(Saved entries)
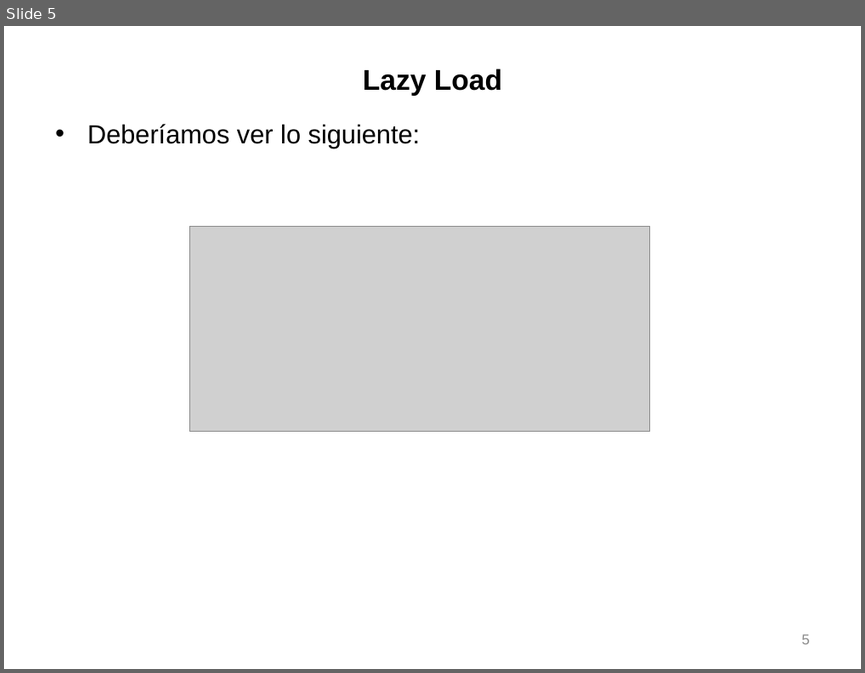
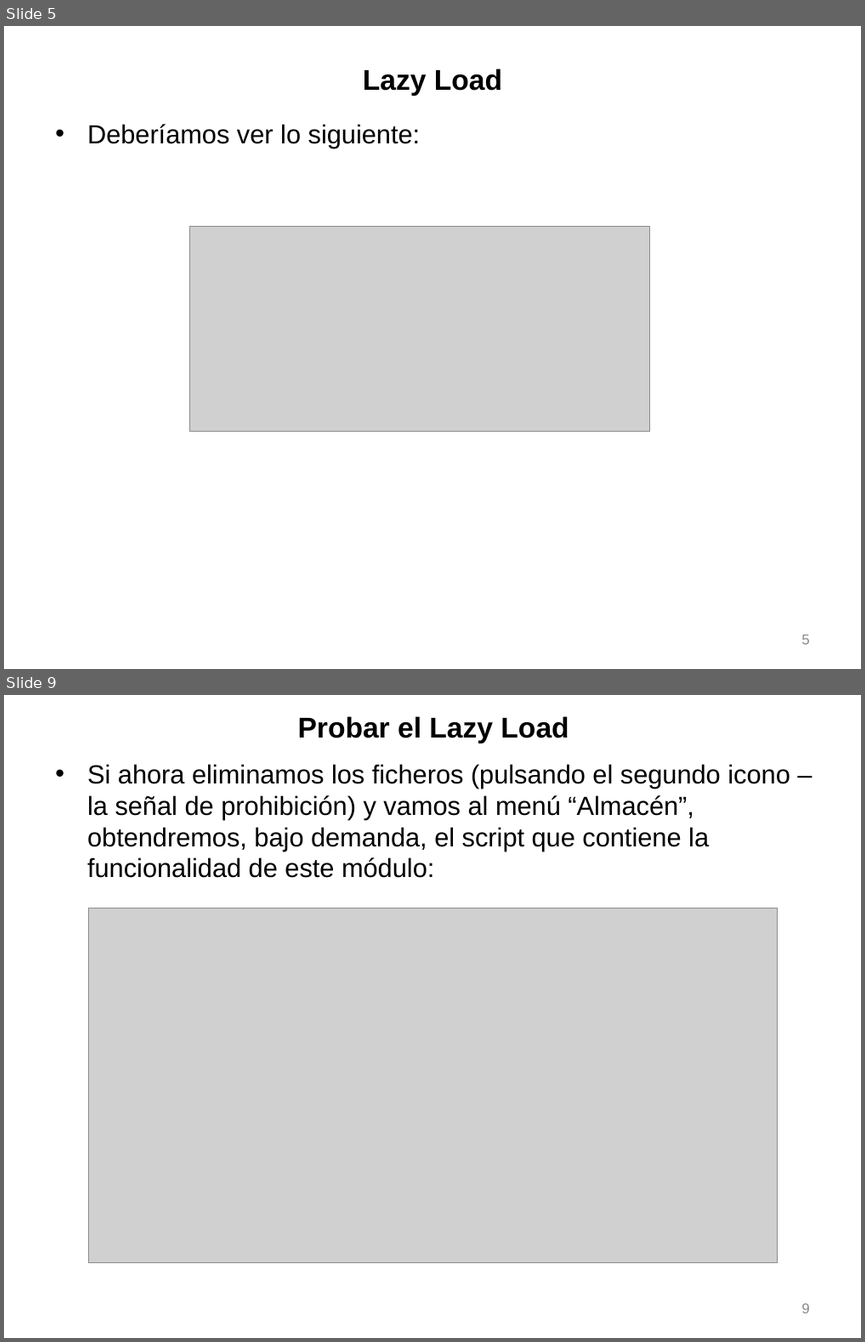
Before and after one commit to repoker/angular, a slide deck: materiales_curso/teoria/tema 06 - rutas y modulos/6.5-Modulos. Parte 3.ppt. Shown one above the other, each under a label of ours: slide 5 before the commit, slides 5 and 9 after it; the slides between them are not shown. The pictures are 865x673 and 865x1342 pixels, drawn with LibreOffice and Linux fonts; fonts in the diff are those of the drawing; grey boxes stand for pictures. Boxes give left, top, right and bottom in pixels: in the first picture for what was removed or moved away, otherwise in the second. Text is boxed around its words. In the diff, an @@ line names an element or a change of style, - is before the commit and + after.

```diff
--- a/materiales_curso/teoria/tema 06 - rutas y modulos/6.5-Modulos. Parte 3.ppt
+++ b/materiales_curso/teoria/tema 06 - rutas y modulos/6.5-Modulos. Parte 3.ppt
@@ slide 9 added at [4,695,861,1338], background #FFFFFF @@
@@ title added at [298,716,568,743], 24 pt, text #000000, bold @@
+Probar el Lazy Load
@@ text added at [87,764,790,878], 22 pt, text #000000 @@
+• Si ahora eliminamos los ficheros (pulsando el segundo icono –la señal de prohibición) y vamos al menú “Almacén”, obtendremos, bajo demanda, el script que contiene la funcionalidad de este módulo:
@@ picture added at [88,908,777,1263] @@
@@ page number added at [801,1303,809,1313], 12 pt, text #898989 @@
+9
```
Also in this commit, not shown: 4 slides changed, 1 other slide added, 51 other files.
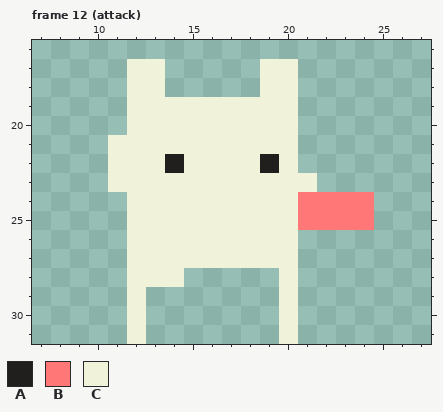
Pixel-art file: res/img/man.aseprite. This is how it looked before the edit.
32x32 pixels, 14 frames. Shown: frame 12 (attack): x 7..27, y 16..31. The commit also changed other frames, which this record leaves out.
Palette (. is transparent): A #211f1d  B #ff7777  C #f1f2da
Pixels before, frame 12 (attack), first column x 11:
17 .CC.....CC....
18 .CC.....CC....
19 .CCCCCCCCC....
20 .CCCCCCCCC....
21 CCCCCCCCCC....
22 CCCACCCCAC....
23 CCCCCCCCCCC...
24 .CCCCCCCCCBBBB
25 .CCCCCCCCCBBBB
26 .CCCCCCCCC....
27 .CCCCCCCCC....
28 .CCC.....C....
29 .C.......C....
30 .C.......C....
31 .C.......C....
Once edited:
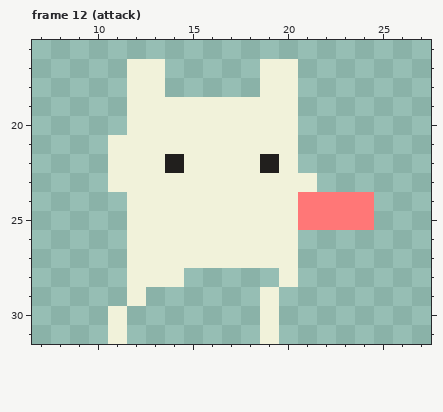
From old to new:
Frame 12 (attack), layer "Layer 2":
The edit adds colour C in row 29 at x 19; in rows 30 to 31 at x 11 and 19.
The edit erases colour C in row 29 at x 20; in rows 30 to 31 at x 12 and 20.
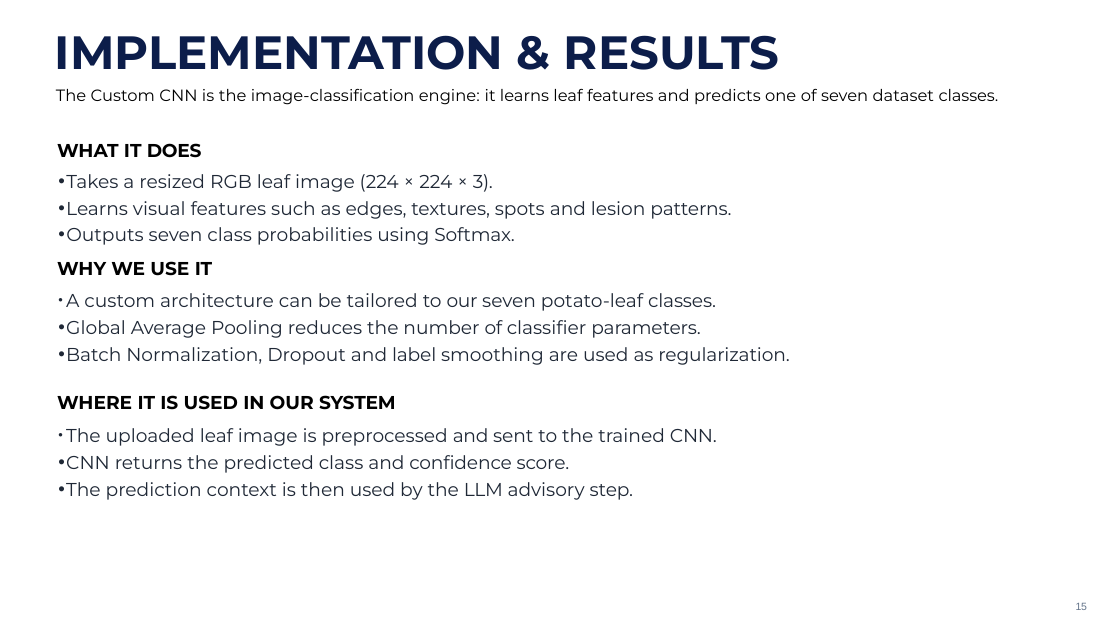
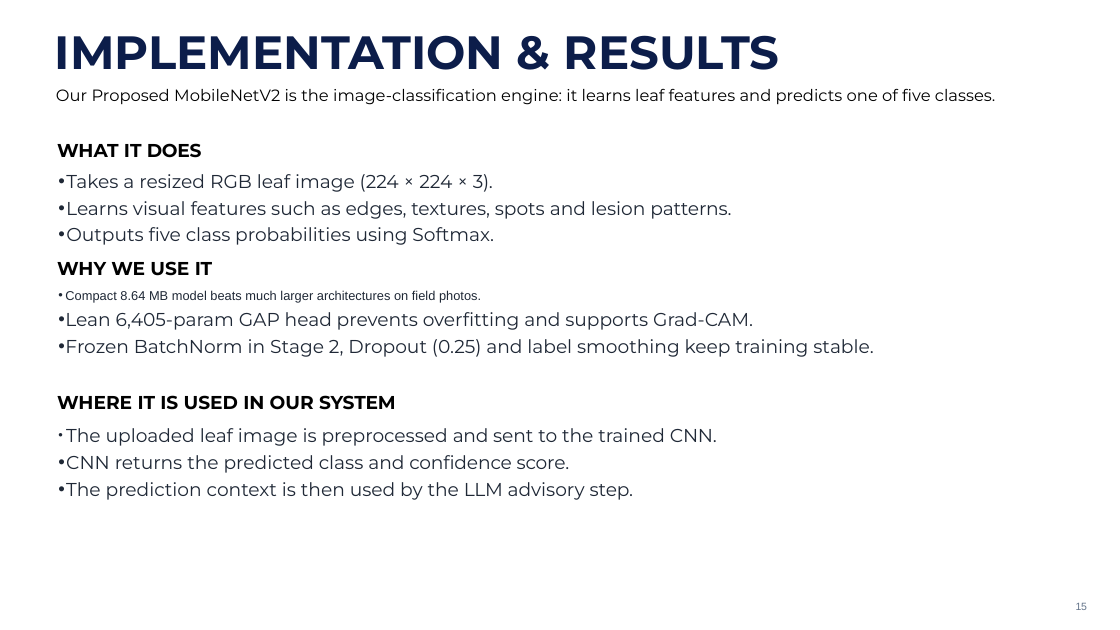
Before and after one commit to mamunonweb/capstone, a slide deck: slide 15 of 01/presentation/Potato_Leaf_Disease_Defense_Slides.pptx. Drawn at 1120x630 pixels with LibreOffice and Linux fonts; fonts in the diff are those of the drawing. Boxes give left, top, right and bottom in pixels: in the first picture for what was removed or moved away, otherwise in the second. Text is boxed around its words. In the diff, an @@ line names an element or a change of style, - is before the commit and + after.

Commit message:
Align 01 report and slides with verified 3-model GPU results (MobileNetV2, MultiNet-V3, InceptionV3)

```diff
--- a/01/presentation/Potato_Leaf_Disease_Defense_Slides.pptx
+++ b/01/presentation/Potato_Leaf_Disease_Defense_Slides.pptx
@@ text at (x1=56, y1=88, x2=995, y2=105): text changed @@
-The Custom CNN is the image-classification engine: it learns leaf features and predicts one of seven dataset classes.
+Our Proposed MobileNetV2 is the image-classification engine: it learns leaf features and predicts one of five classes.
@@ text at (x1=66, y1=227, x2=494, y2=245): text changed @@
-• Outputs seven class probabilities using Softmax.
+• Outputs five class probabilities using Softmax.
@@ text at (x1=65, y1=290, x2=873, y2=357): text changed @@
-• A custom architecture can be tailored to our seven potato-leaf classes.
-• Global Average Pooling reduces the number of classifier parameters.
-• Batch Normalization, Dropout and label smoothing are used as regularization.
+• Compact 8.64 MB model beats much larger architectures on field photos.
+• Lean 6,405-param GAP head prevents overfitting and supports Grad-CAM.
+• Frozen BatchNorm in Stage 2, Dropout (0.25) and label smoothing keep training stable.
```
Also in this commit, not shown: 28 other slides changed, 1 slide added, 2 slides removed, 25 other files.

▶ _Instructions to follow_:
Images must not appear; print each record precisely as it reads.

▶ _Written reply_:
Before and after one commit to repoker/angular, a slide deck: materiales_curso/teoria/tema 06 - rutas y modulos/6.5-Modulos. Parte 3.ppt. Shown one above the other, each under a label of ours: slide 5 before the commit, slides 5 and 9 after it; the slides between them are not shown. The pictures are 865x673 and 865x1342 pixels, drawn with LibreOffice and Linux fonts; fonts in the diff are those of the drawing; grey boxes stand for pictures. Boxes give left, top, right and bottom in pixels: in the first picture for what was removed or moved away, otherwise in the second. Text is boxed around its words. In the diff, an @@ line names an element or a change of style, - is before the commit and + after.

```diff
--- a/materiales_curso/teoria/tema 06 - rutas y modulos/6.5-Modulos. Parte 3.ppt
+++ b/materiales_curso/teoria/tema 06 - rutas y modulos/6.5-Modulos. Parte 3.ppt
@@ slide 9 added at [4,695,861,1338], background #FFFFFF @@
@@ title added at [298,716,568,743], 24 pt, text #000000, bold @@
+Probar el Lazy Load
@@ text added at [87,764,790,878], 22 pt, text #000000 @@
+• Si ahora eliminamos los ficheros (pulsando el segundo icono –la señal de prohibición) y vamos al menú “Almacén”, obtendremos, bajo demanda, el script que contiene la funcionalidad de este módulo:
@@ picture added at [88,908,777,1263] @@
@@ page number added at [801,1303,809,1313], 12 pt, text #898989 @@
+9
```
Also in this commit, not shown: 4 slides changed, 1 other slide added, 51 other files.
Pixel-art file: res/img/man.aseprite. This is how it looked before the edit.
32x32 pixels, 14 frames. Shown: frame 12 (attack): x 7..27, y 16..31. The commit also changed other frames, which this record leaves out.
Palette (. is transparent): A #211f1d  B #ff7777  C #f1f2da
Pixels before, frame 12 (attack), first column x 11:
17 .CC.....CC....
18 .CC.....CC....
19 .CCCCCCCCC....
20 .CCCCCCCCC....
21 CCCCCCCCCC....
22 CCCACCCCAC....
23 CCCCCCCCCCC...
24 .CCCCCCCCCBBBB
25 .CCCCCCCCCBBBB
26 .CCCCCCCCC....
27 .CCCCCCCCC....
28 .CCC.....C....
29 .C.......C....
30 .C.......C....
31 .C.......C....
Once edited:
From old to new:
Frame 12 (attack), layer "Layer 2":
The edit adds colour C in row 29 at x 19; in rows 30 to 31 at x 11 and 19.
The edit erases colour C in row 29 at x 20; in rows 30 to 31 at x 12 and 20.
Before and after one commit to mamunonweb/capstone, a slide deck: slide 15 of 01/presentation/Potato_Leaf_Disease_Defense_Slides.pptx. Drawn at 1120x630 pixels with LibreOffice and Linux fonts; fonts in the diff are those of the drawing. Boxes give left, top, right and bottom in pixels: in the first picture for what was removed or moved away, otherwise in the second. Text is boxed around its words. In the diff, an @@ line names an element or a change of style, - is before the commit and + after.

Commit message:
Align 01 report and slides with verified 3-model GPU results (MobileNetV2, MultiNet-V3, InceptionV3)

```diff
--- a/01/presentation/Potato_Leaf_Disease_Defense_Slides.pptx
+++ b/01/presentation/Potato_Leaf_Disease_Defense_Slides.pptx
@@ text at (x1=56, y1=88, x2=995, y2=105): text changed @@
-The Custom CNN is the image-classification engine: it learns leaf features and predicts one of seven dataset classes.
+Our Proposed MobileNetV2 is the image-classification engine: it learns leaf features and predicts one of five classes.
@@ text at (x1=66, y1=227, x2=494, y2=245): text changed @@
-• Outputs seven class probabilities using Softmax.
+• Outputs five class probabilities using Softmax.
@@ text at (x1=65, y1=290, x2=873, y2=357): text changed @@
-• A custom architecture can be tailored to our seven potato-leaf classes.
-• Global Average Pooling reduces the number of classifier parameters.
-• Batch Normalization, Dropout and label smoothing are used as regularization.
+• Compact 8.64 MB model beats much larger architectures on field photos.
+• Lean 6,405-param GAP head prevents overfitting and supports Grad-CAM.
+• Frozen BatchNorm in Stage 2, Dropout (0.25) and label smoothing keep training stable.
```
Also in this commit, not shown: 28 other slides changed, 1 slide added, 2 slides removed, 25 other files.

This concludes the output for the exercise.